Since there’s no definitive cause of narcolepsy, there’s also no single cure. However, medications like stimulants to keep you awake during the day can help manage symptoms, along with lifestyle changes such as taking regularly scheduled naps and trying to keep a stable sleep schedule, the NINDS says.
Sleep apnea can also make you wildly tired during the day, but in a completely different way. This condition, which causes people to stop breathing for periods during sleep, can either be obstructive (meaning your throat muscles relax and obstruct your airway), central (meaning the brain signals that cue your breathing are messed up) or complex (a mix of both), according to the Mayo Clinic. “It disrupts sleep and, because of that, it can make people very sleepy during the day,” Dr. Varga says.

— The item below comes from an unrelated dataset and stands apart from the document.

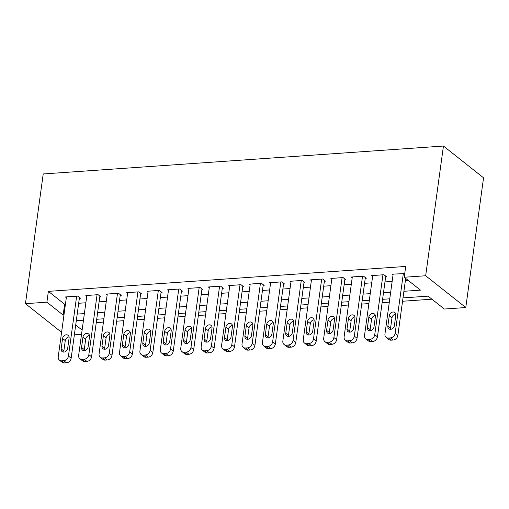 <?xml version="1.0" encoding="UTF-8"?>
<svg xmlns="http://www.w3.org/2000/svg" width="509" height="509" viewBox="0 0 509 509"><rect width="100%" height="100%" fill="white"/><g stroke="black" fill="none" stroke-linecap="round" stroke-linejoin="round"><path stroke-width="0.76" d="M81.535 334.349L74.359 334.846M403.007 297.899L428.082 296.149L444.338 309.033L465.78 307.538L483.55 177.819L443.441 146.038L43.22 173.957L25.45 303.676L46.892 302.181L63.148 315.071L63.956 315.014M96.258 322.611L103.435 322.114M116.676 321.192L123.852 320.689M137.093 319.767L144.27 319.264M157.516 318.341L164.693 317.839M177.934 316.916L185.111 316.413M198.357 315.491L205.528 314.988M218.775 314.066L225.951 313.563M239.192 312.641L246.369 312.138M259.615 311.215L266.792 310.719M280.033 309.79L287.21 309.294M300.45 308.365L307.627 307.869M320.874 306.946L328.05 306.443M341.291 305.521L348.468 305.018M361.708 304.096L368.885 303.593M382.132 302.67L389.309 302.168M402.549 301.245L431.925 299.197M403.911 291.294L420.491 290.136L404.229 277.252L405.711 266.442L48.374 291.371L46.892 302.181M404.229 277.252L425.67 275.757L443.441 146.038M48.374 291.371L64.63 304.261L65.438 304.204M78.679 303.275L85.856 302.779M99.102 301.856L106.279 301.353M119.52 300.431L126.696 299.928M139.937 299.006L147.114 298.503M160.36 297.58L167.537 297.078M180.778 296.155L187.955 295.653M201.201 294.73L208.372 294.227M221.619 293.305L228.796 292.802M242.036 291.88L249.213 291.383M262.459 290.454L269.63 289.958M282.877 289.029L290.054 288.533M303.294 287.61L310.471 287.108M323.718 286.185L330.895 285.683M344.135 284.76L351.312 284.257M364.552 283.335L371.729 282.832M384.976 281.91L392.153 281.407M405.393 280.484L408.072 280.3M404.731 273.587L392.134 274.166L393.043 274.892M385.65 276.953L386.675 276.883L383.964 274.739L371.71 275.592L372.626 276.317M365.233 278.378L366.251 278.308L363.541 276.158L351.293 277.017L352.203 277.736M344.816 279.804L345.834 279.734L343.123 277.583L330.875 278.442L331.785 279.161M324.392 281.229L325.416 281.159L322.706 279.008L310.452 279.867L311.368 280.586M303.975 282.654L304.993 282.584L302.282 280.434L290.035 281.292L290.944 282.011M283.558 284.079L284.576 284.009L281.865 281.859L269.611 282.711L270.527 283.437M263.134 285.504L264.158 285.434L261.448 283.284L249.194 284.137L250.104 284.862M242.717 286.93L243.735 286.853L241.024 284.709L228.776 285.562L229.686 286.287M222.299 288.355L223.317 288.279L220.607 286.134L208.353 286.987L209.269 287.712M201.876 289.774L202.9 289.704L200.19 287.56L187.936 288.412L188.845 289.137M181.458 291.199L182.477 291.129L179.766 288.985L167.518 289.837L168.428 290.563M161.035 292.624L162.059 292.554L159.349 290.404L147.095 291.263L148.011 291.981M140.618 294.049L141.642 293.979L138.932 291.829L126.677 292.688L127.587 293.407M120.2 295.474L121.218 295.405L118.508 293.254L106.26 294.113L107.17 294.832M99.777 296.9L100.801 296.83L98.091 294.679L85.836 295.538L86.753 296.257M79.359 298.325L80.384 298.255L77.673 296.104L65.419 296.957L66.329 297.682M25.45 303.676L61.589 332.313M75.701 325.016L82.114 330.093M389.767 298.821L382.59 299.324M369.343 300.246L362.166 300.749M348.926 301.672L341.749 302.174M328.509 303.097L321.332 303.599M308.085 304.522L300.908 305.025M287.668 305.947L280.491 306.45M267.25 307.372L260.074 307.875M246.827 308.798L239.65 309.294M226.41 310.223L219.233 310.719M205.986 311.648L198.815 312.144M185.569 313.067L178.392 313.569M165.151 314.492L157.975 314.995M144.728 315.917L137.557 316.42M124.311 317.342L117.134 317.845M103.893 318.768L96.716 319.27M83.47 320.193L76.293 320.695M465.78 307.538L425.67 275.757M77.203 314.085L84.379 313.589M97.62 312.666L104.797 312.163M118.037 311.241L125.214 310.738M138.461 309.816L145.638 309.313M158.878 308.39L166.055 307.888M179.295 306.965L186.472 306.463M199.719 305.54L206.896 305.037M220.136 304.115L227.313 303.612M240.553 302.69L247.73 302.193M260.977 301.264L268.154 300.768M281.394 299.839L288.571 299.343M301.818 298.42L308.988 297.918M322.235 296.995L329.412 296.493M342.652 295.57L349.829 295.067M363.076 294.145L370.247 293.642M383.493 292.72L390.67 292.217M64.63 304.261L63.148 315.071M403.363 273.384L395.156 333.268A4.664 3.754 -51.6 0 1 390.479 337.881L388.437 338.021A4.664 3.754 -51.6 0 1 386.14 337.352A4.664 3.754 -51.6 0 1 384.95 333.98L393.152 274.096M386.14 337.352L388.844 339.497A4.664 3.754 128.4 0 0 391.147 340.171L393.19 340.025A4.664 3.754 128.4 0 0 397.866 335.418L405.679 278.398M394.386 325.614A3.728 3.003 128.4 0 1 392.172 328.827A3.728 3.003 128.4 0 1 388.806 328.763A3.728 3.003 128.4 0 1 387.852 326.072L389.277 315.695A3.728 3.003 128.4 0 1 391.491 312.481A3.728 3.003 128.4 0 1 394.857 312.545A3.728 3.003 128.4 0 1 395.811 315.236L394.386 325.614M390.581 329.304A3.728 3.003 128.4 0 1 390.562 328.216L391.981 317.839A3.728 3.003 128.4 0 1 395.792 314.148M382.94 274.809L374.739 334.693A4.664 3.754 -51.6 0 1 370.062 339.306L368.02 339.446A4.664 3.754 -51.6 0 1 365.716 338.778A4.664 3.754 -51.6 0 1 364.527 335.406L372.734 275.522M365.716 338.778L368.427 340.922A4.664 3.754 128.4 0 0 370.73 341.596L372.773 341.45A4.664 3.754 128.4 0 0 377.449 336.843L385.758 276.158M373.969 327.039A3.728 3.003 128.4 0 1 371.755 330.252A3.728 3.003 128.4 0 1 368.382 330.188A3.728 3.003 128.4 0 1 367.434 327.497L368.853 317.12A3.728 3.003 128.4 0 1 371.067 313.907A3.728 3.003 128.4 0 1 374.439 313.97A3.728 3.003 128.4 0 1 375.387 316.662L373.969 327.039M370.164 330.729A3.728 3.003 128.4 0 1 370.145 329.641L371.564 319.264A3.728 3.003 128.4 0 1 375.368 315.574M362.523 276.234L354.321 336.118A4.664 3.754 -51.6 0 1 349.645 340.731L347.602 340.871A4.664 3.754 -51.6 0 1 345.299 340.203A4.664 3.754 -51.6 0 1 344.109 336.831L352.311 276.947M345.299 340.203L348.01 342.347A4.664 3.754 128.4 0 0 350.313 343.015L352.355 342.875A4.664 3.754 128.4 0 0 357.032 338.269L365.341 277.583M353.545 328.464A3.728 3.003 128.4 0 1 351.331 331.677A3.728 3.003 128.4 0 1 347.965 331.614A3.728 3.003 128.4 0 1 347.011 328.922L348.436 318.545A3.728 3.003 128.4 0 1 350.65 315.332A3.728 3.003 128.4 0 1 354.016 315.389A3.728 3.003 128.4 0 1 354.97 318.087L353.545 328.464M349.74 332.154A3.728 3.003 128.4 0 1 349.721 331.066L351.146 320.689A3.728 3.003 128.4 0 1 354.951 316.999M342.105 277.659L333.898 337.543A4.664 3.754 -51.6 0 1 329.221 342.15L327.179 342.296A4.664 3.754 -51.6 0 1 324.876 341.622A4.664 3.754 -51.6 0 1 323.692 338.256L331.893 278.372M324.876 341.622L327.586 343.772A4.664 3.754 128.4 0 0 329.889 344.44L331.932 344.3A4.664 3.754 128.4 0 0 336.608 339.694L344.924 279.008M333.128 329.889A3.728 3.003 128.4 0 1 330.914 333.102A3.728 3.003 128.4 0 1 327.548 333.039A3.728 3.003 128.4 0 1 326.593 330.347L328.012 319.97A3.728 3.003 128.4 0 1 330.226 316.757A3.728 3.003 128.4 0 1 333.599 316.814A3.728 3.003 128.4 0 1 334.547 319.512L333.128 329.889M329.323 333.58A3.728 3.003 128.4 0 1 329.304 332.492L330.723 322.114A3.728 3.003 128.4 0 1 334.534 318.424M321.682 279.078L313.48 338.969A4.664 3.754 -51.6 0 1 308.804 343.575L306.762 343.721A4.664 3.754 -51.6 0 1 304.458 343.047A4.664 3.754 -51.6 0 1 303.269 339.681L311.476 279.791M304.458 343.047L307.169 345.197A4.664 3.754 128.4 0 0 309.472 345.865L311.514 345.726A4.664 3.754 128.4 0 0 316.191 341.119L324.5 280.434M312.711 331.314A3.728 3.003 128.4 0 1 310.496 334.528A3.728 3.003 128.4 0 1 307.124 334.464A3.728 3.003 128.4 0 1 306.176 331.766L307.595 321.389A3.728 3.003 128.4 0 1 309.809 318.182A3.728 3.003 128.4 0 1 313.181 318.24A3.728 3.003 128.4 0 1 314.129 320.937L312.711 331.314M308.906 335.005A3.728 3.003 128.4 0 1 308.887 333.917L310.305 323.539A3.728 3.003 128.4 0 1 314.11 319.849M301.264 280.504L293.063 340.394A4.664 3.754 -51.6 0 1 288.387 345L286.344 345.147A4.664 3.754 -51.6 0 1 284.041 344.472A4.664 3.754 -51.6 0 1 282.851 341.106L291.053 281.216M284.041 344.472L286.752 346.623A4.664 3.754 128.4 0 0 289.055 347.291L291.097 347.151A4.664 3.754 128.4 0 0 295.774 342.538L304.083 281.859M292.287 332.74A3.728 3.003 128.4 0 1 290.073 335.946A3.728 3.003 128.4 0 1 286.707 335.889A3.728 3.003 128.4 0 1 285.753 333.191L287.178 322.814A3.728 3.003 128.4 0 1 289.392 319.607A3.728 3.003 128.4 0 1 292.758 319.665A3.728 3.003 128.4 0 1 293.712 322.362L292.287 332.74M288.482 336.43A3.728 3.003 128.4 0 1 288.463 335.342L289.888 324.965A3.728 3.003 128.4 0 1 293.693 321.274M280.847 281.929L272.639 341.819A4.664 3.754 -51.6 0 1 267.963 346.425L265.921 346.572A4.664 3.754 -51.6 0 1 263.617 345.897A4.664 3.754 -51.6 0 1 262.434 342.532L270.635 282.641M263.617 345.897L266.328 348.048A4.664 3.754 128.4 0 0 268.631 348.716L270.673 348.576A4.664 3.754 128.4 0 0 275.35 343.963L283.666 283.284M271.87 334.165A3.728 3.003 128.4 0 1 269.655 337.372A3.728 3.003 128.4 0 1 266.283 337.314A3.728 3.003 128.4 0 1 265.335 334.617L266.754 324.239A3.728 3.003 128.4 0 1 268.968 321.033A3.728 3.003 128.4 0 1 272.34 321.09A3.728 3.003 128.4 0 1 273.288 323.788L271.87 334.165M268.065 337.855A3.728 3.003 128.4 0 1 268.046 336.767L269.465 326.39A3.728 3.003 128.4 0 1 273.269 322.7M260.423 283.354L252.222 343.244A4.664 3.754 -51.6 0 1 247.546 347.851L245.503 347.991A4.664 3.754 -51.6 0 1 243.2 347.323A4.664 3.754 -51.6 0 1 242.01 343.957L250.218 284.067M243.2 347.323L245.911 349.473A4.664 3.754 128.4 0 0 248.214 350.141L250.256 350.001A4.664 3.754 128.4 0 0 254.933 345.388L263.242 284.709M251.452 335.59A3.728 3.003 128.4 0 1 249.238 338.797A3.728 3.003 128.4 0 1 245.866 338.739A3.728 3.003 128.4 0 1 244.918 336.042L246.337 325.665A3.728 3.003 128.4 0 1 248.551 322.452A3.728 3.003 128.4 0 1 251.923 322.515A3.728 3.003 128.4 0 1 252.871 325.213L251.452 335.59M247.648 339.28A3.728 3.003 128.4 0 1 247.628 338.192L249.047 327.815A3.728 3.003 128.4 0 1 252.852 324.125M240.006 284.779L231.805 344.669A4.664 3.754 -51.6 0 1 227.129 349.276L225.086 349.416A4.664 3.754 -51.6 0 1 222.783 348.748A4.664 3.754 -51.6 0 1 221.593 345.382L229.794 285.492M222.783 348.748L225.493 350.898A4.664 3.754 128.4 0 0 227.797 351.566L229.839 351.42A4.664 3.754 128.4 0 0 234.515 346.814L242.825 286.134M231.029 337.009A3.728 3.003 128.4 0 1 228.815 340.222A3.728 3.003 128.4 0 1 225.449 340.165A3.728 3.003 128.4 0 1 224.494 337.467L225.92 327.09A3.728 3.003 128.4 0 1 228.134 323.877A3.728 3.003 128.4 0 1 231.5 323.94A3.728 3.003 128.4 0 1 232.454 326.632L231.029 337.009M227.224 340.706A3.728 3.003 128.4 0 1 227.205 339.618L228.63 329.24A3.728 3.003 128.4 0 1 232.435 325.544M219.589 286.204L211.381 346.088A4.664 3.754 -51.6 0 1 206.705 350.701L204.663 350.841A4.664 3.754 -51.6 0 1 202.359 350.173A4.664 3.754 -51.6 0 1 201.176 346.801L209.377 286.917M202.359 350.173L205.07 352.317A4.664 3.754 128.4 0 0 207.373 352.991L209.415 352.845A4.664 3.754 128.4 0 0 214.092 348.239L222.408 287.56M210.611 338.434A3.728 3.003 128.4 0 1 208.397 341.647A3.728 3.003 128.4 0 1 205.025 341.59A3.728 3.003 128.4 0 1 204.077 338.892L205.496 328.515A3.728 3.003 128.4 0 1 207.71 325.302A3.728 3.003 128.4 0 1 211.082 325.366A3.728 3.003 128.4 0 1 212.03 328.057L210.611 338.434M206.807 342.124A3.728 3.003 128.4 0 1 206.788 341.043L208.206 330.659A3.728 3.003 128.4 0 1 212.011 326.969M199.165 287.63L190.964 347.513A4.664 3.754 -51.6 0 1 186.288 352.126L184.245 352.266A4.664 3.754 -51.6 0 1 181.942 351.598A4.664 3.754 -51.6 0 1 180.752 348.226L188.96 288.342M181.942 351.598L184.652 353.742A4.664 3.754 128.4 0 0 186.956 354.417L188.998 354.27A4.664 3.754 128.4 0 0 193.674 349.664L201.984 288.985M190.194 339.859A3.728 3.003 128.4 0 1 187.98 343.072A3.728 3.003 128.4 0 1 184.608 343.009A3.728 3.003 128.4 0 1 183.66 340.317L185.079 329.94A3.728 3.003 128.4 0 1 187.293 326.727A3.728 3.003 128.4 0 1 190.665 326.791A3.728 3.003 128.4 0 1 191.613 329.482L190.194 339.859M186.389 343.55A3.728 3.003 128.4 0 1 186.37 342.462L187.789 332.084A3.728 3.003 128.4 0 1 191.594 328.394M178.748 289.055L170.547 348.939A4.664 3.754 -51.6 0 1 165.87 353.551L163.828 353.691A4.664 3.754 -51.6 0 1 161.525 353.023A4.664 3.754 -51.6 0 1 160.335 349.651L168.536 289.767M161.525 353.023L164.235 355.167A4.664 3.754 128.4 0 0 166.538 355.842L168.574 355.696A4.664 3.754 128.4 0 0 173.251 351.089L181.567 290.404M169.771 341.284A3.728 3.003 128.4 0 1 167.556 344.498A3.728 3.003 128.4 0 1 164.191 344.434A3.728 3.003 128.4 0 1 163.236 341.743L164.661 331.365A3.728 3.003 128.4 0 1 166.876 328.152A3.728 3.003 128.4 0 1 170.241 328.216A3.728 3.003 128.4 0 1 171.196 330.907L169.771 341.284M165.966 344.975A3.728 3.003 128.4 0 1 165.947 343.887L167.372 333.51A3.728 3.003 128.4 0 1 171.177 329.819M158.331 290.48L150.123 350.364A4.664 3.754 -51.6 0 1 145.447 354.977L143.404 355.117A4.664 3.754 -51.6 0 1 141.101 354.449A4.664 3.754 -51.6 0 1 139.911 351.076L148.119 291.193M141.101 354.449L143.812 356.593A4.664 3.754 128.4 0 0 146.115 357.261L148.157 357.121A4.664 3.754 128.4 0 0 152.834 352.514L161.149 291.829M149.353 342.71A3.728 3.003 128.4 0 1 147.139 345.923A3.728 3.003 128.4 0 1 143.767 345.859A3.728 3.003 128.4 0 1 142.819 343.168L144.238 332.791A3.728 3.003 128.4 0 1 146.452 329.577A3.728 3.003 128.4 0 1 149.824 329.635A3.728 3.003 128.4 0 1 150.772 332.332L149.353 342.71M145.549 346.4A3.728 3.003 128.4 0 1 145.529 345.312L146.948 334.935A3.728 3.003 128.4 0 1 150.753 331.244M137.907 291.905L129.706 351.789A4.664 3.754 -51.6 0 1 125.029 356.395L122.987 356.542A4.664 3.754 -51.6 0 1 120.684 355.867A4.664 3.754 -51.6 0 1 119.494 352.502L127.702 292.618M120.684 355.867L123.394 358.018A4.664 3.754 128.4 0 0 125.698 358.686L127.74 358.546A4.664 3.754 128.4 0 0 132.416 353.94L140.726 293.254M128.936 344.135A3.728 3.003 128.4 0 1 126.722 347.348A3.728 3.003 128.4 0 1 123.35 347.284A3.728 3.003 128.4 0 1 122.402 344.593L123.821 334.216A3.728 3.003 128.4 0 1 126.035 331.003A3.728 3.003 128.4 0 1 129.401 331.06A3.728 3.003 128.4 0 1 130.355 333.758L128.936 344.135M125.125 347.825A3.728 3.003 128.4 0 1 125.112 346.737L126.531 336.36A3.728 3.003 128.4 0 1 130.336 332.67M117.49 293.324L109.282 353.214A4.664 3.754 -51.6 0 1 104.612 357.821L102.57 357.967A4.664 3.754 -51.6 0 1 100.267 357.293A4.664 3.754 -51.6 0 1 99.077 353.927L107.278 294.037M100.267 357.293L102.977 359.443A4.664 3.754 128.4 0 0 105.28 360.111L107.316 359.971A4.664 3.754 128.4 0 0 111.993 355.365L120.309 294.679M108.512 345.56A3.728 3.003 128.4 0 1 106.298 348.773A3.728 3.003 128.4 0 1 102.933 348.71A3.728 3.003 128.4 0 1 101.978 346.018L103.403 335.635A3.728 3.003 128.4 0 1 105.617 332.428A3.728 3.003 128.4 0 1 108.983 332.485A3.728 3.003 128.4 0 1 109.938 335.183L108.512 345.56M104.708 349.25A3.728 3.003 128.4 0 1 104.689 348.162L106.114 337.785A3.728 3.003 128.4 0 1 109.919 334.095M97.066 294.749L88.865 354.639A4.664 3.754 -51.6 0 1 84.189 359.246L82.146 359.392A4.664 3.754 -51.6 0 1 79.843 358.718A4.664 3.754 -51.6 0 1 78.653 355.352L86.861 295.462M79.843 358.718L82.553 360.868A4.664 3.754 128.4 0 0 84.857 361.536L86.899 361.396A4.664 3.754 128.4 0 0 91.575 356.784L99.891 296.104M88.095 346.985A3.728 3.003 128.4 0 1 85.881 350.192A3.728 3.003 128.4 0 1 82.509 350.135A3.728 3.003 128.4 0 1 81.561 347.437L82.98 337.06A3.728 3.003 128.4 0 1 85.194 333.853A3.728 3.003 128.4 0 1 88.566 333.91A3.728 3.003 128.4 0 1 89.514 336.608L88.095 346.985M84.29 350.676A3.728 3.003 128.4 0 1 84.271 349.588L85.69 339.21A3.728 3.003 128.4 0 1 89.495 335.52M76.649 296.174L68.448 356.065A4.664 3.754 -51.6 0 1 63.771 360.671L61.729 360.817A4.664 3.754 -51.6 0 1 59.426 360.143A4.664 3.754 -51.6 0 1 58.236 356.777L66.437 296.887M59.426 360.143L62.136 362.293A4.664 3.754 128.4 0 0 64.439 362.962L66.482 362.822A4.664 3.754 128.4 0 0 71.158 358.209L79.468 297.53M67.678 348.411A3.728 3.003 128.4 0 1 65.457 351.617A3.728 3.003 128.4 0 1 62.092 351.56A3.728 3.003 128.4 0 1 61.144 348.862L62.562 338.485A3.728 3.003 128.4 0 1 64.777 335.278A3.728 3.003 128.4 0 1 68.142 335.336A3.728 3.003 128.4 0 1 69.097 338.033L67.678 348.411M63.867 352.101A3.728 3.003 128.4 0 1 63.848 351.013L65.273 340.636A3.728 3.003 128.4 0 1 69.078 336.945M397.866 335.418L395.156 333.268M393.19 340.025L390.479 337.881M391.147 340.171L388.437 338.021M387.852 326.072L390.562 328.216M389.277 315.695L391.981 317.839M377.449 336.843L374.739 334.693M372.773 341.45L370.062 339.306M370.73 341.596L368.02 339.446M367.434 327.497L370.145 329.641M368.853 317.12L371.564 319.264M357.032 338.269L354.321 336.118M352.355 342.875L349.645 340.731M350.313 343.015L347.602 340.871M347.011 328.922L349.721 331.066M348.436 318.545L351.146 320.689M336.608 339.694L333.898 337.543M331.932 344.3L329.221 342.15M329.889 344.44L327.179 342.296M326.593 330.347L329.304 332.492M328.012 319.97L330.723 322.114M316.191 341.119L313.48 338.969M311.514 345.726L308.804 343.575M309.472 345.865L306.762 343.721M306.176 331.766L308.887 333.917M307.595 321.389L310.305 323.539M295.774 342.538L293.063 340.394M291.097 347.151L288.387 345M289.055 347.291L286.344 345.147M285.753 333.191L288.463 335.342M287.178 322.814L289.888 324.965M275.35 343.963L272.639 341.819M270.673 348.576L267.963 346.425M268.631 348.716L265.921 346.572M265.335 334.617L268.046 336.767M266.754 324.239L269.465 326.39M254.933 345.388L252.222 343.244M250.256 350.001L247.546 347.851M248.214 350.141L245.503 347.991M244.918 336.042L247.628 338.192M246.337 325.665L249.047 327.815M234.515 346.814L231.805 344.669M229.839 351.42L227.129 349.276M227.797 351.566L225.086 349.416M224.494 337.467L227.205 339.618M225.92 327.09L228.63 329.24M214.092 348.239L211.381 346.088M209.415 352.845L206.705 350.701M207.373 352.991L204.663 350.841M204.077 338.892L206.788 341.043M205.496 328.515L208.206 330.659M193.674 349.664L190.964 347.513M188.998 354.27L186.288 352.126M186.956 354.417L184.245 352.266M183.66 340.317L186.37 342.462M185.079 329.94L187.789 332.084M173.251 351.089L170.547 348.939M168.574 355.696L165.87 353.551M166.538 355.842L163.828 353.691M163.236 341.743L165.947 343.887M164.661 331.365L167.372 333.51M152.834 352.514L150.123 350.364M148.157 357.121L145.447 354.977M146.115 357.261L143.404 355.117M142.819 343.168L145.529 345.312M144.238 332.791L146.948 334.935M132.416 353.94L129.706 351.789M127.74 358.546L125.029 356.395M125.698 358.686L122.987 356.542M122.402 344.593L125.112 346.737M123.821 334.216L126.531 336.36M111.993 355.365L109.282 353.214M107.316 359.971L104.612 357.821M105.28 360.111L102.57 357.967M101.978 346.018L104.689 348.162M103.403 335.635L106.114 337.785M91.575 356.784L88.865 354.639M86.899 361.396L84.189 359.246M84.857 361.536L82.146 359.392M81.561 347.437L84.271 349.588M82.98 337.06L85.69 339.21M71.158 358.209L68.448 356.065M66.482 362.822L63.771 360.671M64.439 362.962L61.729 360.817M61.144 348.862L63.848 351.013M62.562 338.485L65.273 340.636"/></g></svg>

In addition to excessive daytime sleepiness, sleep apnea symptoms include snoring, experiencing episodes where you stop breathing at night, waking up gasping or choking for air, and waking up with a dry mouth or a headache, the Mayo Clinic says. Treatment options include sleeping with a continuous positive airway pressure (CPAP) mask that helps keep your airway open, using oral appliances to achieve the same goal, or having some form of surgery to remove the obstructive tissue, the Mayo Clinic says.
The bottom line: If you fall asleep right away every night, you might just be a fast sleeper.
If you’re worried it means you’re sleep-deprived, try getting more sleep for a few weeks and seeing if you notice any difference. And if you have any other symptoms—like excessive daytime sleepiness, snoring, or sleep attacks—chat with a sleep specialist who can check you out.